Three wins, including a major and a WGC event. For years, dating to his junior days and then as a lightly-recruited state champion from Hopkinton High School who starred at St. John’s, Bradley considered himself an under-the-radar kind of player. He can’t play that card anymore. But don’t tell him that.
“In my head, I still am. I think in my head, I’ll always think that,” Bradley said. “There’s always something to play for, whether you’re trying to make the Ryder Cup team or trying to make the Presidents Cup team, get top 10 in the world, No. 1 in the world. There’s always something.
“It’s very difficult for me to think that I won’t have something to play for, because even right now I have 100 things that I’d like to do.”
Near the top of that list is to play for the US in this year’s Ryder Cup. Bradley was left off last year’s Presidents Cup team despite his PGA win, something that fueled him this season. After his Bridgestone victory, he is fourth in the points standings; the top eight at the conclusion of the PGA receive automatic spots on the Ryder Cup team.
Anybody who watched Sunday’s Bridgestone telecast could see an on-course intensity in Bradley that should translate well to the Ryder Cup. Fiery, competitive, emotional. Where does Bradley get those? Father knows best.
“I think me, I’m a pretty intense guy,” Mark Bradley said. “The Irish blood, maybe. The other thing is he’s a native Vermonter, he’s a Yank, and they’re a tough breed up there, they don’t take any stuff from people. I think that’s helped him.”
Thrust into the spotlight — and the discussion of best young player — after winning the PGA last year, Bradley knew becoming a major champion would be a life-changing event. Better pairings, loftier on-course expectations, greater off-course attention (he is featured in print ads for Tommy Hilfiger, one of the new pieces to an endorsement portfolio that includes Boston-based Putnam Investments).
He has left much of the juggling to his management team, but still sees and feels a big difference from even a year ago.
“It’s a major adjustment, major,” Bradley said. “Once the tournament starts, everything is about the same. But Monday to Wednesday, it’s a completely different world that one night I didn’t have, the next night I did. It took me a while to adjust to it.”
The adjustments are ongoing. Shortly after his PGA Championship victory, Bradley saw David Toms.
“What are we having for dinner?” Toms asked.
“What are you talking about?” Bradley replied.
John Daly, Phil Mickelson, and Tiger Woods have asked Bradley the same question, since he was the one hosting the champions’ dinner at the PGA this year. It was held Tuesday night, with Bradley able to set the menu. He went with Maine lobster, filet, corn on the cob, and ice cream sundaes.

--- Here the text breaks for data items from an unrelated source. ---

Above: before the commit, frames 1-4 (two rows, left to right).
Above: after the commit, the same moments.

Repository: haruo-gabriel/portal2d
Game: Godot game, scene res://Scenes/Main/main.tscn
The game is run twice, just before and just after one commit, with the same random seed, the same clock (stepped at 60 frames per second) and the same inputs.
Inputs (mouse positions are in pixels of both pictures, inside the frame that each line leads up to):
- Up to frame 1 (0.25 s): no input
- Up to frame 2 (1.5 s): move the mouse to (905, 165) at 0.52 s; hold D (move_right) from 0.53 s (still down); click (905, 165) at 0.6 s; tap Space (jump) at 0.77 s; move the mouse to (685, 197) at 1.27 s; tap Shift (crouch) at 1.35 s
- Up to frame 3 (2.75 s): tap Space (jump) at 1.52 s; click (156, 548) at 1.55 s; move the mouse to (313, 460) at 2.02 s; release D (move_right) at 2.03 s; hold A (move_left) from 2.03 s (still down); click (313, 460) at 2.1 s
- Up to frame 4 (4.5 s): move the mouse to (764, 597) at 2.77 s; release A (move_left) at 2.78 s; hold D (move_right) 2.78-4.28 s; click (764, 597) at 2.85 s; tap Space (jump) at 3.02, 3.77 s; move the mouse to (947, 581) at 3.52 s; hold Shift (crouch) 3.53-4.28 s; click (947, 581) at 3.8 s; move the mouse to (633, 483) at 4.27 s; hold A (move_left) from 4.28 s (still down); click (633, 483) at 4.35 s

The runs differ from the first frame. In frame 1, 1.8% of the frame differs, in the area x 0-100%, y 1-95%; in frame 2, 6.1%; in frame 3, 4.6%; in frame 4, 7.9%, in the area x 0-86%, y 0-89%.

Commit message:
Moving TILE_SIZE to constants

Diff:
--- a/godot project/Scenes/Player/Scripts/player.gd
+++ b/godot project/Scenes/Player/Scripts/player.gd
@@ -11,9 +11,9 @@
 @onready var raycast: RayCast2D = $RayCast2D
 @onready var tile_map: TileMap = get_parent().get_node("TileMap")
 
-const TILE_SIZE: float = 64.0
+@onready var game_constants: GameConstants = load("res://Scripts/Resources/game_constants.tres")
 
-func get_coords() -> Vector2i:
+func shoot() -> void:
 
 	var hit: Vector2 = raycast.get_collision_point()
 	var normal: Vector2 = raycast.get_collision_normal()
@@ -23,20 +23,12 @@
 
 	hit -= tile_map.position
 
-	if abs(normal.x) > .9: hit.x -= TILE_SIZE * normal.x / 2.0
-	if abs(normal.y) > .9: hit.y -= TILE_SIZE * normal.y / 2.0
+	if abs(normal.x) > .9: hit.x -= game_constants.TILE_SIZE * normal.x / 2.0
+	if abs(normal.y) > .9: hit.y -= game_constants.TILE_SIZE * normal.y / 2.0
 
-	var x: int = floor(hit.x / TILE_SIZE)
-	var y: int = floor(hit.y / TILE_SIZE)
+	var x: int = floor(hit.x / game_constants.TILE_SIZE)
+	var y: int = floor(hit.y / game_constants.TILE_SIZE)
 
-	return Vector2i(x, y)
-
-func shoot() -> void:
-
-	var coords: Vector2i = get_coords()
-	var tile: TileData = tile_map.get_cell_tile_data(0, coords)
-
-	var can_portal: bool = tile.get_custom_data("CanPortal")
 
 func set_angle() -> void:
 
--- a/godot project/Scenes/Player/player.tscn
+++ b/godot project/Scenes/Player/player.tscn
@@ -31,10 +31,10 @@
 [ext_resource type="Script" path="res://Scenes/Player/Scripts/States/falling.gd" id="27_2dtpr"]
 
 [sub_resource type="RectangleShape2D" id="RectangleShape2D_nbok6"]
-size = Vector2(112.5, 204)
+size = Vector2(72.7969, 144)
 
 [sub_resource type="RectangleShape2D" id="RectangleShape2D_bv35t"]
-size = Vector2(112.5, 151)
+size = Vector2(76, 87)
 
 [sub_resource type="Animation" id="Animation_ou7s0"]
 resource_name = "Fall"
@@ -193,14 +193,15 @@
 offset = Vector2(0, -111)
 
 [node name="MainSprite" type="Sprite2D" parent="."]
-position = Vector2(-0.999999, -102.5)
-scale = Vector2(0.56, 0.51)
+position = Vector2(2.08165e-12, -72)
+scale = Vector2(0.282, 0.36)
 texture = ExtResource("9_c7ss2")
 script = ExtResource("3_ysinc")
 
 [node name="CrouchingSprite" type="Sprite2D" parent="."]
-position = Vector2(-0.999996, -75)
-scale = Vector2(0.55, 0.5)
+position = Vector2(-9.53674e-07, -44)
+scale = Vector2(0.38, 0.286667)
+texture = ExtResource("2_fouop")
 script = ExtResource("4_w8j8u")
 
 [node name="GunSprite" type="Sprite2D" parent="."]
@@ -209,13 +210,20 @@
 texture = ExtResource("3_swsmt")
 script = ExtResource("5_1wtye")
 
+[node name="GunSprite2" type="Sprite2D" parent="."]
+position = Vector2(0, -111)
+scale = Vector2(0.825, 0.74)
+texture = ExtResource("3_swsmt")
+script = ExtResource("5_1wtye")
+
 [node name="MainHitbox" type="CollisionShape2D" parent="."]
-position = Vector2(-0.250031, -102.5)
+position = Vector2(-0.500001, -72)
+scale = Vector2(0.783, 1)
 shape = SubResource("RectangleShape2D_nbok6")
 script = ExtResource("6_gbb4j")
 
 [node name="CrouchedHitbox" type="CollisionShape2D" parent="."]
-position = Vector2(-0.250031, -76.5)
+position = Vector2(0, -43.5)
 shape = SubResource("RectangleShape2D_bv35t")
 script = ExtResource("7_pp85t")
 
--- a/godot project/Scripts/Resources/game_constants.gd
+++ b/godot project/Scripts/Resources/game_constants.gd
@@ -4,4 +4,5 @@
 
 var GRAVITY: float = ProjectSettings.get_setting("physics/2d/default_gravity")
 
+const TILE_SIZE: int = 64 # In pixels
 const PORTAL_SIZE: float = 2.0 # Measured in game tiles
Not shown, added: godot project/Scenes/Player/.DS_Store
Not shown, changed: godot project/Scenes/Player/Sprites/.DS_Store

At the dinner, the host is also expected to present a gift to each of the other PGA champions in attendance. In another indication of his passion for New England, Bradley was handing out personalized Red Sox jerseys, with the golfer’s last name and year he won stitched onto the back.

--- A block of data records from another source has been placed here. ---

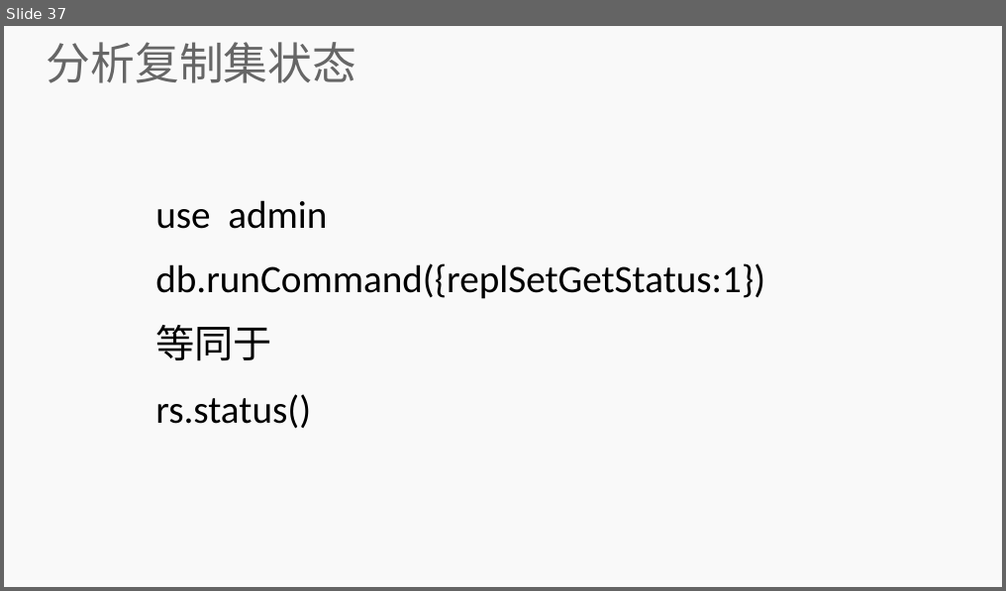
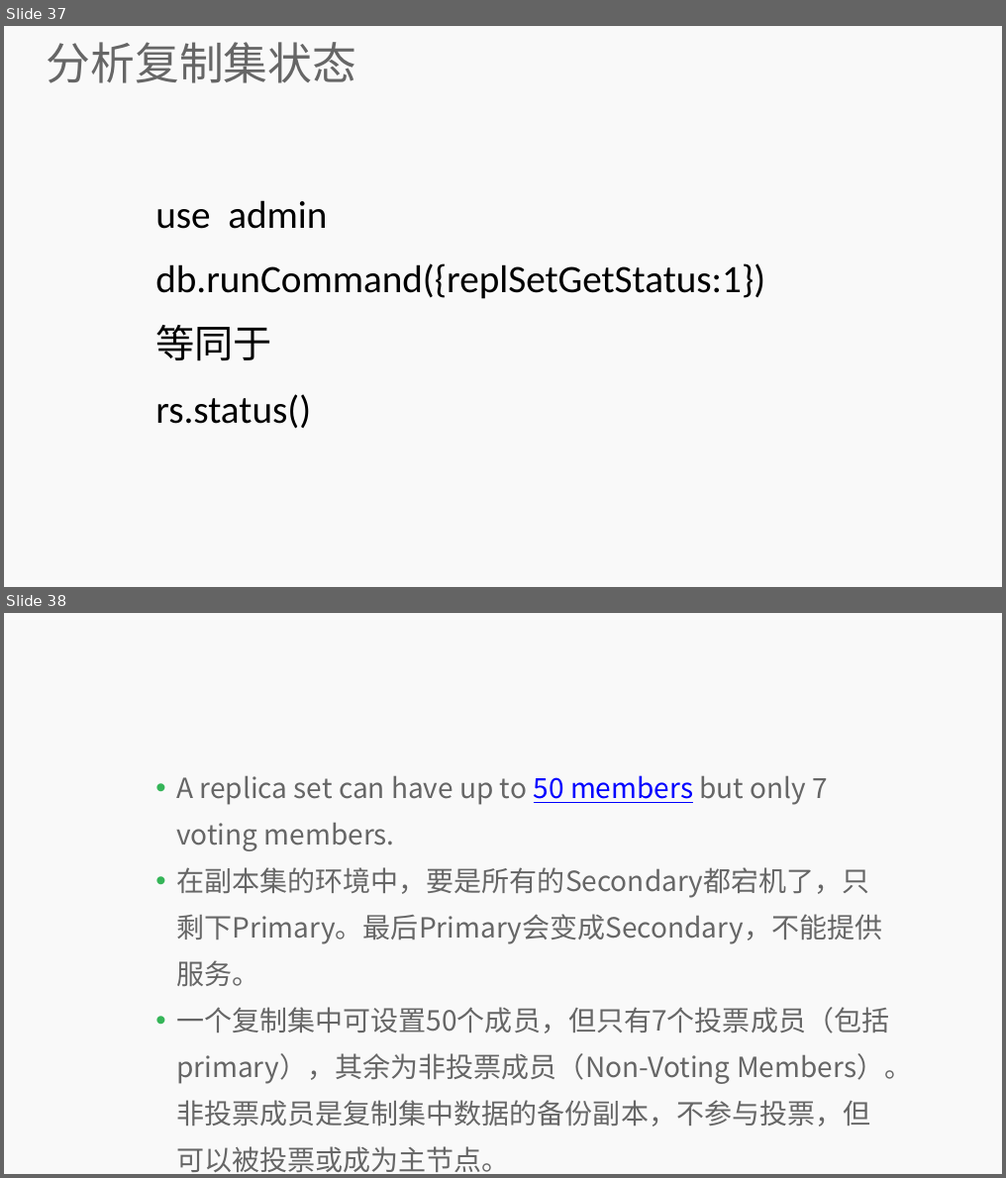
Before and after one commit to lihuanzhen2016/no-sql, a slide deck: PPT/12 MongoDB 复制集.pptx. Shown one above the other, each under a label of ours: slide 37 before the commit, slides 37 and 38 after it. The pictures are 1006x591 and 1006x1178 pixels, drawn with LibreOffice and Linux fonts; fonts in the diff are those of the drawing; background and template pictures are left out. Boxes give left, top, right and bottom in pixels: in the first picture for what was removed or moved away, otherwise in the second. Text is boxed around its words. In the diff, an @@ line names an element or a change of style, - is before the commit and + after.

```diff
--- a/PPT/12 MongoDB 复制集.pptx
+++ b/PPT/12 MongoDB 复制集.pptx
@@ slide 38 added at [4, 613, 1002, 1174], background #F9F9F9 @@
@@ subtitle added at [176, 775, 912, 1172], 20 pt, text #666666 @@
+• A replica set can have up to 50 members but only 7 voting members.
+• 在副本集的环境中，要是所有的Secondary都宕机了，只剩下Primary。最后Primary会变成Secondary，不能提供服务。
+• 一个复制集中可设置50个成员，但只有7个投票成员（包括primary），其余为非投票成员（Non-Voting Members）。非投票成员是复制集中数据的备份副本，不参与投票，但可以被投票或成为主节点。
```
Also in this commit, not shown: 1 slide changed, 1 other file.

Bradley invited his father to the exclusive dinner (“he’s going to come as my plus-one”), giving the longtime PGA club pro one of the greatest professional perks imaginable.
The decision was sure to score some personal points, too, more proof that when it comes to ego and remembering where he comes from, Bradley has been paying attention to his old man’s words of wisdom.
Well, most of the time.
“He told me, before he was on the PGA Tour, that when he gets on tour and gets into the big bucks, he said, ‘Everybody goes out and buys themselves a new fancy car. I’m going to buy a piece of ground in Jackson Hole, Wyo.’ I thought that was cool,” said Mark Bradley, who is the head professional at Jackson Hole Golf & Tennis Club.
Then Bradley won, and got into some big bucks.
“What’s the first thing he does?” Mark Bradley said. “He goes out and buys himself a BMW 750i.”